Updated March 2026
Trading UK Oil (Brent) on Hantec Trader: Complete Guide
Typical UK Oil (Brent) trading conditions on Hantec Trader. All specs are indicative — verify current terms on Hantec Trader's official website before trading.
UK Oil (Brent) Specs on Hantec Trader
Typical values only. Actual spreads widen during news events and low-liquidity periods. Commission shown per standard lot.
Hantec Trader Account Rules (Quick Reference)
Position Sizing Guide for UK Oil (Brent)
Position sizes below use 1% risk per trade with a 10-pip stop loss. Daily limit shows the maximum loss Hantec Trader allows per day (5% of account).
Pip value used: $10/lot. Assumes standard lot contract size. Actual P&L varies with entry price.

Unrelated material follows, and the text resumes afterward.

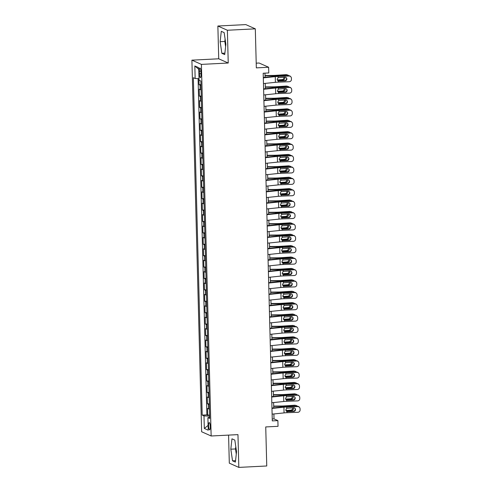 <?xml version="1.0" encoding="UTF-8"?>
<svg xmlns="http://www.w3.org/2000/svg" width="492" height="492" viewBox="0 0 492 492"><rect width="100%" height="100%" fill="white"/><g stroke="black" fill="none" stroke-linecap="round" stroke-linejoin="round"><path stroke-width="0.74" d="M210.262 426.589A3.672 0.806 -92.9 0 0 209.254 422.554A3.672 0.806 -92.9 0 0 208.62 425.851A3.672 0.806 -92.9 0 0 209.629 429.885A3.672 0.806 -92.9 0 0 210.262 426.589M228.577 435.106L229.309 463.163L238.823 467.4L266.756 465.979L265.735 426.939L278.029 426.318L277.882 420.617L274.026 418.901L273.896 413.957M191.905 60.153L201.634 431.755L211.148 435.992L201.412 64.391L191.905 60.153L218.725 58.794L228.233 63.025L227.378 30.252L217.864 26.021L218.725 58.794M217.864 26.021L245.803 24.6L255.311 28.837L256.332 67.878L268.626 67.25L259.118 63.019L256.209 63.167M225.853 44.434A8.948 1.968 87.1 0 1 225.785 43.64M227.378 30.252L255.311 28.837M198.928 78.659L199.088 84.685L200.951 84.587M201.093 89.839A4.588 0.498 178.5 0 1 200.146 89.661L199.205 89.243L199.389 96.081L201.253 95.989M201.388 101.241A4.588 0.498 -1.5 0 1 200.441 101.057L199.506 100.639L199.684 107.477L201.548 107.385M201.689 112.637A4.588 0.498 -1.5 0 1 200.742 112.459L199.801 112.041L199.986 118.88L201.849 118.787M201.984 124.039A4.588 0.498 -1.5 0 1 201.043 123.855L200.103 123.437L200.281 130.275L202.144 130.183M202.286 135.435A4.588 0.498 -1.5 0 1 201.339 135.257L200.404 134.839L200.582 141.678L202.446 141.579M202.581 146.837A4.588 0.498 -1.5 0 1 201.64 146.653L200.699 146.235L200.877 153.073L202.741 152.981M202.882 158.233A4.588 0.498 -1.5 0 1 201.935 158.055L201 157.637L201.179 164.476L203.042 164.377M203.178 169.635A4.588 0.498 -1.5 0 1 202.237 169.451L201.296 169.033L201.474 175.872L203.344 175.779M203.479 181.031A4.588 0.498 -1.5 0 1 202.532 180.853L201.597 180.435L201.775 187.274L203.639 187.175M203.774 192.433A4.588 0.498 -1.5 0 1 202.833 192.249L201.892 191.831L202.071 198.67L203.94 198.577M204.075 203.829A4.588 0.498 -1.5 0 1 203.128 203.651L202.194 203.233L202.372 210.072L204.235 209.973M204.371 215.232A4.588 0.498 -1.5 0 1 203.43 215.047L202.489 214.629L202.667 221.468L204.537 221.375M204.672 226.627A4.588 0.498 -1.5 0 1 203.725 226.443L202.79 226.031L202.968 232.87L204.832 232.771M204.973 238.03A4.588 0.498 -1.5 0 1 204.026 237.845L203.085 237.427L203.264 244.266L205.133 244.173M205.269 249.426A4.588 0.498 -1.5 0 1 204.321 249.241L203.387 248.829L203.565 255.668L205.428 255.569M205.57 260.828A4.588 0.498 -1.5 0 1 204.623 260.643L203.682 260.225L203.866 267.064L205.73 266.971M205.865 272.224A4.588 0.498 -1.5 0 1 204.924 272.039L203.983 271.621L204.162 278.466L206.025 278.367M206.166 283.62A4.588 0.498 -1.5 0 1 205.219 283.441L204.278 283.023L204.463 289.862L206.326 289.77M206.462 295.022A4.588 0.498 -1.5 0 1 205.521 294.837L204.58 294.419L204.758 301.258L206.622 301.166M206.763 306.418A4.588 0.498 -1.5 0 1 205.816 306.239L204.881 305.821L205.059 312.66L206.923 312.568M207.058 317.82A4.588 0.498 -1.5 0 1 206.117 317.635L205.176 317.217L205.355 324.056L207.218 323.964M207.36 329.216A4.588 0.498 -1.5 0 1 206.412 329.037L205.478 328.619L205.656 335.458L207.519 335.359M207.655 340.618A4.588 0.498 -1.5 0 1 206.714 340.433L205.773 340.015L205.951 346.854L207.821 346.762M207.956 352.014A4.588 0.498 -1.5 0 1 207.009 351.835L206.074 351.417L206.253 358.256L208.116 358.158M208.251 363.416A4.588 0.498 -1.5 0 1 207.31 363.231L206.369 362.813L206.548 369.652L208.417 369.56M208.553 374.812A4.588 0.498 -1.5 0 1 207.606 374.633L206.671 374.215L206.849 381.054L208.713 380.956M208.854 386.214A4.588 0.498 -1.5 0 1 207.907 386.029L206.966 385.611L207.144 392.45L209.014 392.358M209.149 397.61A4.588 0.498 -1.5 0 1 208.202 397.431L207.267 397.013L207.446 403.852L209.309 403.754M268.626 67.25L268.773 72.951L263.189 73.234L272.291 420.9L277.882 420.617M199.358 71.248L199.426 73.757A3.555 0.781 -92.9 0 0 200.404 77.662A3.555 0.781 -92.9 0 0 201.019 74.464L200.951 71.955A3.555 0.781 -92.9 0 0 199.973 68.05A3.555 0.781 -92.9 0 0 199.358 71.248L200.914 71.168M209.666 417.296L207.895 417.647L209.697 418.446L200.859 81.039L199.063 80.239L198.731 67.699L194.826 65.959L195.152 78.499L193.356 77.699L202.187 415.107L203.989 415.906L209.487 416.134L209.518 417.321M207.895 417.647L208.227 430.186L204.315 428.446L203.989 415.906M200.97 85.282A4.588 0.498 178.5 0 1 200.029 85.098L199.088 84.685M198.079 78.622L206.88 414.867L209.61 415.156M209.451 409.012A4.588 0.498 -1.5 0 1 208.503 408.827L207.562 408.409L207.741 415.248M209.328 404.449A4.588 0.498 178.5 0 1 208.387 404.27L207.446 403.852M209.032 393.053A4.588 0.498 178.5 0 1 208.085 392.868L207.144 392.45M208.731 381.651A4.588 0.498 178.5 0 1 207.784 381.472L206.849 381.054M208.436 370.255A4.588 0.498 178.5 0 1 207.489 370.07L206.548 369.652M208.134 358.853A4.588 0.498 178.5 0 1 207.187 358.674L206.253 358.256M207.833 347.457A4.588 0.498 178.5 0 1 206.892 347.272L205.951 346.854M207.538 336.054A4.588 0.498 178.5 0 1 206.591 335.876L205.656 335.458M207.237 324.659A4.588 0.498 178.5 0 1 206.296 324.474L205.355 324.056M206.941 313.256A4.588 0.498 178.5 0 1 205.994 313.078L205.059 312.66M206.64 301.86A4.588 0.498 178.5 0 1 205.699 301.676L204.758 301.258M206.345 290.464A4.588 0.498 178.5 0 1 205.398 290.28L204.463 289.862M206.043 279.062A4.588 0.498 178.5 0 1 205.102 278.878L204.162 278.466M205.748 267.666A4.588 0.498 178.5 0 1 204.801 267.482L203.866 267.064M205.447 256.264A4.588 0.498 178.5 0 1 204.506 256.086L203.565 255.668M205.152 244.868A4.588 0.498 178.5 0 1 204.205 244.684L203.264 244.266M204.85 233.466A4.588 0.498 178.5 0 1 203.903 233.288L202.968 232.87M204.555 222.07A4.588 0.498 178.5 0 1 203.608 221.886L202.667 221.468M204.254 210.668A4.588 0.498 178.5 0 1 203.307 210.49L202.372 210.072M203.959 199.272A4.588 0.498 178.5 0 1 203.012 199.088L202.071 198.67M203.657 187.87A4.588 0.498 178.5 0 1 202.71 187.692L201.775 187.274M203.356 176.474A4.588 0.498 178.5 0 1 202.415 176.29L201.474 175.872M203.061 165.072A4.588 0.498 178.5 0 1 202.114 164.894L201.179 164.476M202.759 153.676A4.588 0.498 178.5 0 1 201.818 153.492L200.877 153.073M202.464 142.274A4.588 0.498 178.5 0 1 201.517 142.096L200.582 141.678M202.163 130.878A4.588 0.498 178.5 0 1 201.222 130.694L200.281 130.275M201.868 119.476A4.588 0.498 178.5 0 1 200.921 119.298L199.986 118.88M201.566 108.08A4.588 0.498 178.5 0 1 200.625 107.896L199.684 107.477M201.271 96.684A4.588 0.498 178.5 0 1 200.324 96.5L199.389 96.081M228.233 63.025L201.412 64.391M238.823 467.4L237.962 434.627L211.148 435.992M273.737 407.874L273.595 402.561M273.435 396.478L273.3 391.158M273.14 385.076L272.998 379.762M272.839 373.68L272.697 368.36M272.543 362.278L272.402 356.964M272.242 350.882L272.101 345.562M271.941 339.48L271.805 334.166M271.645 328.084L271.504 322.764M271.344 316.682L271.209 311.368M271.049 305.286L270.907 299.966M270.748 293.884L270.612 288.57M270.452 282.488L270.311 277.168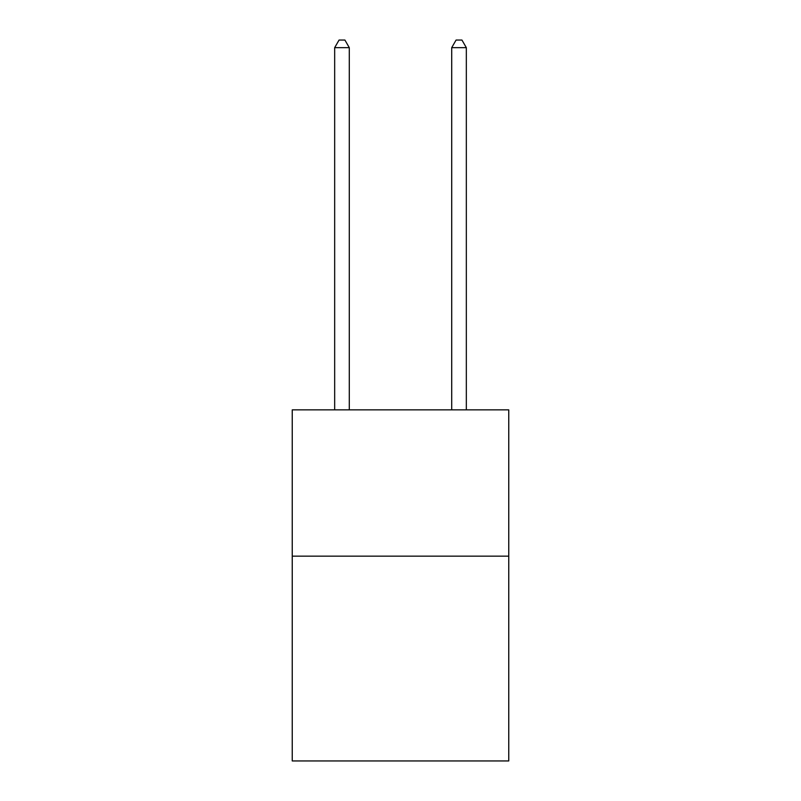 <?xml version="1.0" encoding="UTF-8"?>
<svg xmlns="http://www.w3.org/2000/svg" width="801" height="801" viewBox="0 0 801 801"><rect width="100%" height="100%" fill="white"/><g stroke="black" fill="none" stroke-linecap="round" stroke-linejoin="round"><path stroke-width="1.2" d="M508.755 556.144L508.755 760.95L292.245 760.95L292.245 409.862L508.755 409.862L508.755 556.144L292.245 556.144M349.296 409.862L349.296 47.66L334.668 47.66L334.668 409.862M334.668 47.66L339.063 40.05L344.911 40.05L349.296 47.66M466.332 409.862L466.332 47.66L451.704 47.66L451.704 409.862M451.704 47.66L456.089 40.05L461.937 40.05L466.332 47.66"/></g></svg>

Trading UK Oil (Brent) on Hantec Trader
UK Oil (Brent) presents a compelling opportunity for prop traders on Hantec Trader, particularly given its robust daily range of 140 pips and high volatility characteristics. This instrument's movement patterns align well with the profit targets required in prop trading challenges, where capturing significant price swings can help traders reach their 10% Phase 1 target more efficiently than lower-volatility instruments. The energy market's fundamental drivers create sustained directional moves that skilled traders can capitalize on throughout the trading week. However, the high volatility that makes UK Oil attractive also demands careful consideration of Hantec Trader's risk management rules. With a 5% daily loss limit, the typical 140-pip daily range means traders need to be particularly mindful of their position sizing and stop-loss placement, as adverse moves can quickly approach risk thresholds. The 1:50 leverage offered by Hantec Trader provides substantial buying power while maintaining reasonable risk exposure, allowing traders to take meaningful positions without overleveraging their accounts. Session timing plays a crucial role when trading UK Oil on Hantec Trader's 24/5 schedule. The London session often provides the highest liquidity and tightest spreads, coinciding with European energy market activity. However, significant moves frequently occur during the New York session overlap and even during Asian hours when geopolitical developments or inventory data releases impact oil markets. Traders should be aware that the 4.7-pip typical spread can widen during low-liquidity periods or major news events, affecting entry and exit costs. Position sizing becomes critical given UK Oil's volatility and Hantec Trader's risk parameters. With the instrument's propensity for large moves, traders must calculate their lot sizes based not just on account balance but on the potential for gap moves and overnight price changes. The swap charges of -2.8 for long positions and -1.8 for short positions mean that holding overnight positions will incur costs, though these are relatively modest compared to the potential profit from significant oil price movements. Risk management extends beyond simple stop-losses with this instrument, as oil markets can experience sudden spikes or crashes based on geopolitical events, OPEC decisions, or unexpected inventory changes that may gap beyond traditional stop-loss levels.
UK Oil (Brent) Specs: Hantec Trader vs Competitors
Typical conditions across firms. Spreads are indicative and vary with market conditions.